I brushed wet, tangled, hair away from my face as I stumbled through the door of what I hoped was my hotel. Flustered, I looked at my phone one last time. No service. I was standing in what appeared to be a rustic, albeit elegant, restaurant perched precariously over a sea cliff on the Sonoma Coast. The restaurant host was starring at me. 

“Is this where you check in?” I sheepishly asked. I didn’t see anything resembling a place to sleep. “It sure is,” the host responded. “Our three cabins are just outside, down the drive.” 

Relieved, I smiled and explained that I didn’t have any service to check my reservation. He nodded, “No one has service here.” 

Grabbing a key from behind the counter the host started toward the door, back into the wind. I asked if there was a password for the wifi. “There is no password,” He replied pausing to unlock the cabin door, “there is no wifi.” Sensing my confusion he turned to face me as the door opened, “It’s for connecting with the nature, and the romance.” 

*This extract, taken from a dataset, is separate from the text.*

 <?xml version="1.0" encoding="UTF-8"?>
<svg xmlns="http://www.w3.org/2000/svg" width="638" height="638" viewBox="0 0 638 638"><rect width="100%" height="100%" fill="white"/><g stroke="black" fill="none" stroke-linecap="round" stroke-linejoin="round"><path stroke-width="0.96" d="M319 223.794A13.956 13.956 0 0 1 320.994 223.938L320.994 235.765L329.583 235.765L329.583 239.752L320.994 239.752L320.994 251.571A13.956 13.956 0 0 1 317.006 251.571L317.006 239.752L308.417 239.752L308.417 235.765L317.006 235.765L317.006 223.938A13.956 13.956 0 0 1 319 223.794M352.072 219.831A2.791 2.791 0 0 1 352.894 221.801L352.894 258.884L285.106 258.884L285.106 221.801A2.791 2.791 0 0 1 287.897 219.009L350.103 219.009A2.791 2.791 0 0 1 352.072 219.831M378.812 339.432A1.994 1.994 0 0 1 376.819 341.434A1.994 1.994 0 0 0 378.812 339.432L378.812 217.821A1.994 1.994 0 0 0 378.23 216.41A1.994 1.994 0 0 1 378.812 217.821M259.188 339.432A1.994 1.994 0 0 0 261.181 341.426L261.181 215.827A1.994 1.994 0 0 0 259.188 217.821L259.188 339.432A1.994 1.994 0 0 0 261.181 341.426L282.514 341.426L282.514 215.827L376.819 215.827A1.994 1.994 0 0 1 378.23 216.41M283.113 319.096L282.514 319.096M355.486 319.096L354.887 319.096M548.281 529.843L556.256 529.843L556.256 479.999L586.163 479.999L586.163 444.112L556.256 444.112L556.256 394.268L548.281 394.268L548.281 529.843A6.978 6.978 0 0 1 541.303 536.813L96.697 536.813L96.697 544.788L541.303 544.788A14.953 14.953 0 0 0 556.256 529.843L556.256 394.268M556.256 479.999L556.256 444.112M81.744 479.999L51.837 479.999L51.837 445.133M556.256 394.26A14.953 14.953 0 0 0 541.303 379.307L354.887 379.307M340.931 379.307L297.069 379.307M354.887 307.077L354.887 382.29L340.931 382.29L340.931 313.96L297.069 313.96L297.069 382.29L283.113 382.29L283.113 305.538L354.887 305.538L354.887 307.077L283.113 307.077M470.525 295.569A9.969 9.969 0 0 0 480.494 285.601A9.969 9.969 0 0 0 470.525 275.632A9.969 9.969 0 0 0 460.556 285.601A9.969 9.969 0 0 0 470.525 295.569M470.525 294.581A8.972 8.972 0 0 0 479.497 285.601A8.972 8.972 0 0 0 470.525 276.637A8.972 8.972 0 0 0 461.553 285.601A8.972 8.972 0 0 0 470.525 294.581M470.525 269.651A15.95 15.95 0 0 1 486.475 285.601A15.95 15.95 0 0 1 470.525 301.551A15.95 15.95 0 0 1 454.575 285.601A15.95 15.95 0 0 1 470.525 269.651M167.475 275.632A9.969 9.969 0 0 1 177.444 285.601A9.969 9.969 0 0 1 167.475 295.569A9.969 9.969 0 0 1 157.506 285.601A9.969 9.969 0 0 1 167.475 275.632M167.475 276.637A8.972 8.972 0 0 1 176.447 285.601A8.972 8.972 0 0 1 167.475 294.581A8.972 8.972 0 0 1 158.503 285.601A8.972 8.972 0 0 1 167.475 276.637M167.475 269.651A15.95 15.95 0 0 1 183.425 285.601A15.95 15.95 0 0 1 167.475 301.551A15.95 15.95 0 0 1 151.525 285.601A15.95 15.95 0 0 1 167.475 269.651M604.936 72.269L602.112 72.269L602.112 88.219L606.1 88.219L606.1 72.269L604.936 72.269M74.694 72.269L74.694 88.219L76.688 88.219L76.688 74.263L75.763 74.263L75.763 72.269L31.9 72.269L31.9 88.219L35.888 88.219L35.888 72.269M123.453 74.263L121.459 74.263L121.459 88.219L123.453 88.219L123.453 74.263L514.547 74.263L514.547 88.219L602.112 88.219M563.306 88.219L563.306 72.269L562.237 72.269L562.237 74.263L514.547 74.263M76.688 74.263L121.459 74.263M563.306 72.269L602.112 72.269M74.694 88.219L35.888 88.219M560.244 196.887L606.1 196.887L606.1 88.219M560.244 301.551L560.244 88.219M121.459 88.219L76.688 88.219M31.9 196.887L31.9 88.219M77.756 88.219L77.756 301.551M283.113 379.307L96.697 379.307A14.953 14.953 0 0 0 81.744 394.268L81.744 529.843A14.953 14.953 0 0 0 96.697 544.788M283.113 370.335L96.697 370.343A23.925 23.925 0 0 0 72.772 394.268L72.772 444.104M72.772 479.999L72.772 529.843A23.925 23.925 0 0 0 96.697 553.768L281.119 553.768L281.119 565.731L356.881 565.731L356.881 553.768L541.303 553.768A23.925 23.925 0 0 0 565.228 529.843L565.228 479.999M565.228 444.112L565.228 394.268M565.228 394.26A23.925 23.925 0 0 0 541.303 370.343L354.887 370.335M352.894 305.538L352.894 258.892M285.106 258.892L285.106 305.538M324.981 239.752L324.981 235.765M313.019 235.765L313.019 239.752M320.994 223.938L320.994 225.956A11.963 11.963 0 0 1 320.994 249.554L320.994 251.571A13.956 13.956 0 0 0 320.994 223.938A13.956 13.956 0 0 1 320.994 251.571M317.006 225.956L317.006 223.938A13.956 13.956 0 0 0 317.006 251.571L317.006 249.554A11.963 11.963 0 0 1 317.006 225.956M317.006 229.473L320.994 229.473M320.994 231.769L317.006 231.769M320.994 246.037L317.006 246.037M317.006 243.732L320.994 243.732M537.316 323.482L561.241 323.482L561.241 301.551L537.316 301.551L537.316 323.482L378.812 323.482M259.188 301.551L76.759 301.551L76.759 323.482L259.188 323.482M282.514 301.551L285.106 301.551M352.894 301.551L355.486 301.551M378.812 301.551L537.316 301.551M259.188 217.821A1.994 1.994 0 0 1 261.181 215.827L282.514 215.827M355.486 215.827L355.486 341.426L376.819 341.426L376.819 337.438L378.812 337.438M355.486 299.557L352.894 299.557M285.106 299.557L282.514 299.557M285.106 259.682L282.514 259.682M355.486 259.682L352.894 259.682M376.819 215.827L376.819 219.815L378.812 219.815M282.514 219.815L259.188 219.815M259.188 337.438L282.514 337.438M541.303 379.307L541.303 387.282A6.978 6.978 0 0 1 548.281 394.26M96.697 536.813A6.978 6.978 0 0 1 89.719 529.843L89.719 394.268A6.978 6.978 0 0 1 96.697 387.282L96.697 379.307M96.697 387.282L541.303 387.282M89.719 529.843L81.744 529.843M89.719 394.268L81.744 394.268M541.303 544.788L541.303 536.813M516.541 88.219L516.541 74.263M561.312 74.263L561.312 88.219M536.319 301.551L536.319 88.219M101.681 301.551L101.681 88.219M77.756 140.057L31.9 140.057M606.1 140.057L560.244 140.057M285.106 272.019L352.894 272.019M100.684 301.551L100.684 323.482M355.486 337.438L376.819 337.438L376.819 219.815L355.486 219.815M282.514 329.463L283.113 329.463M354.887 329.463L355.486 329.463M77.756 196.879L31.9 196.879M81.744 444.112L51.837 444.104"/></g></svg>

His tone indicated that I wasn’t the first to commit this faux pas at Rivers End - probably not even the first that day. “Of course!” I said catching my first glimpse of the ocean out the cabin window. “Very romantic.” I blushed, “I mean, it’s a very nice view. . . for connecting with nature.” He nodded, apparently satisfied that I finally understood, and handed me the key.

Then he was gone. I sat down on the bed alone with my thoughts, and my very own cabin on the water. 

My night at River’s End was the first night of a three day road trip through Sonoma County, just north of San Francisco and the Bay Area. I’d started that morning at The Barlow in Sebastopol. It was early, and only a few shops were open, but I knew I could spend a lot of time wandering around sampling the local food, art, and wine. I contemplated staying longer, but I had places to be, and miles to cover. So I grabbed some much needed coffee at Taylor Made Farms, and headed for the coast. 

The Sonoma coastline is not like other coasts. The air feels wild, and untamed. Salt-covered and shaped by the strong onshore winds, the trees appear as though they were modeled after a Dr. Seuss character. The land itself rolls gently west and then breaks off suddenly, forming dramatic sea cliffs that run for miles along the coastline. Highway 1 winds it’s way up, over, and around this rugged stretch of the Pacific, delivering a rollercoaster of stunning views around every turn - a road trippers dream come true. 

Almost the entire stretch of coast from Bodega Bay to Jenner is comprised of the Sonoma Coast State Park. Because it is public land, most of the coast is accessible by simply pulling off the road and following a trail down to the water. And that’s exactly what I did - one coastal park after another. I walked along the beach to the sound of crashing waves, marveling at the solitude I’d stumbled across such a short distance from San Fransisco. 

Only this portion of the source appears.